Depresja i meltdown to dwóch, nieodłącznych towarzyszy dorosłego życia z Aspergerem. Coraz częściej zastanawiam się nad różnicą między nimi.
Czy da się tak naprawdę wskazać co jest meltem, a co depresją? A jeśli depresja nie jest depresją sensu stricte, tylko ciągiem następujących po sobie meltów?
Teraz, gdy wiem jak wygląda melt i kiedy się przydarza, widzę jak wiele wspólnych cech ma z depresją.
Widzę to zmęczenie światem. Smutek, który wręcz zalewa. Brak jakichkolwiek perspektyw, czarne widzenie przyszłości. Niechęć by próbować. I brak wiary, że jakakolwiek, kolejna próba się powiedzie.
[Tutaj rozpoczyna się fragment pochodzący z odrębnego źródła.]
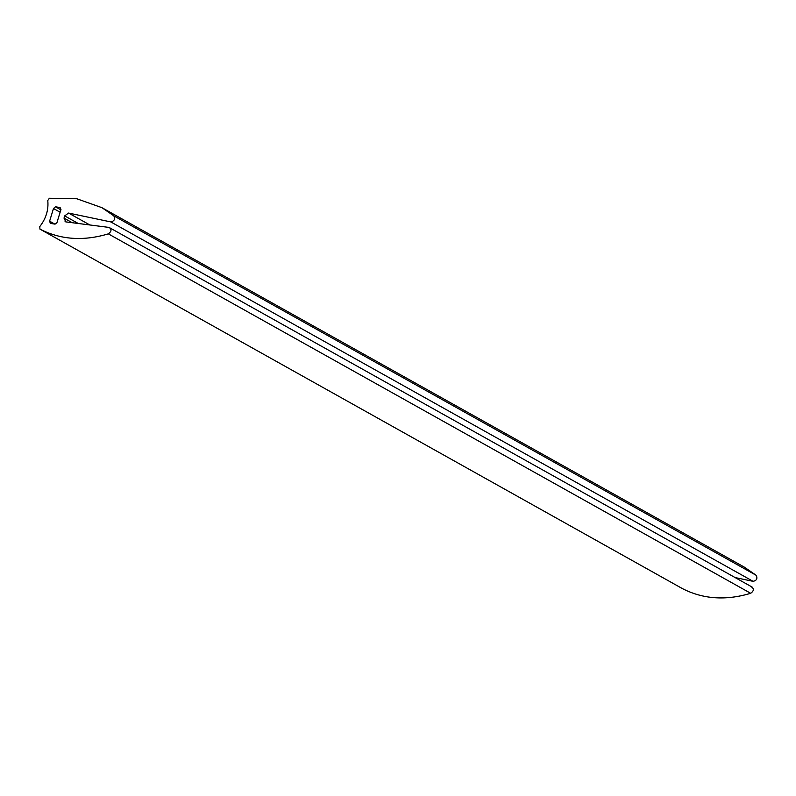 <?xml version="1.0" encoding="UTF-8"?>
<svg xmlns="http://www.w3.org/2000/svg" width="796" height="796" viewBox="0 0 796 796"><rect width="100%" height="100%" fill="white"/><g stroke="black" fill="none" stroke-linecap="round" stroke-linejoin="round"><path stroke-width="1.19" d="M110.763 221.905C114.345 221.119 115.37 219.109 113.848 215.865L101.918 207.666L76.824 198.761L49.372 198.254L47.77 200.502C48.715 209.796 46.059 218.492 39.8 226.571L39.939 229.109C60.605 239.745 83.411 241.337 108.346 233.865C111.609 231.427 111.848 229.278 109.072 227.427L65.849 221.895L64.008 218.104L64.685 215.895L68.556 213.059L110.763 221.905L753.115 581.339C756.697 580.553 757.722 578.543 756.2 575.309L744.27 567.1L101.918 207.666M735.126 577.568L753.115 581.339M65.063 221.636L65.849 221.895M752.2 587.12L109.072 227.427M682.242 588.523L682.272 588.533C702.958 599.189 725.763 600.771 750.698 593.299C753.961 590.861 754.2 588.722 751.424 586.871M39.919 229.099L682.291 588.543L39.919 229.099M55.033 224.144L50.367 223.368L49.611 221.169L53.481 208.512L55.441 206.781L60.098 207.567L60.974 209.457L56.914 222.721L55.033 224.144M756.2 575.309L113.848 215.865M89.849 224.969L68.556 213.059M78.267 223.487L64.685 215.895M72.257 222.721L64.008 218.104M750.698 593.299L108.346 233.865M60.864 209.816L55.441 206.781M60.128 212.234L53.481 208.512M54.884 224.124L49.611 221.169"/></g></svg>

Poczucie odrębności; tego, że życie toczy się jakimś całkiem innym torem, który dla mnie jest zamknięty. Poczucie, że nic nie jest istotne, czas może sobie płynąć, a ja i tak oleję wszystkie swoje obowiązki.
Przyjemność z leżenia i gapienia się w ścianę. Niechęć do wysiłku fizycznego, bez względu na to, czy to przyniesienie sobie herbaty czy maraton. Niechęć do jedzenia, brak smaku posiłków, brak decyzji na co mam ochotę.
Mam wrażenie, że melt to taka depresja w pigułce. Kilkugodzinna lub kilkudniowa. Która powinna minąć sama z siebie, jeśli człowiek nie dowali sobie kolejnych obciążeń.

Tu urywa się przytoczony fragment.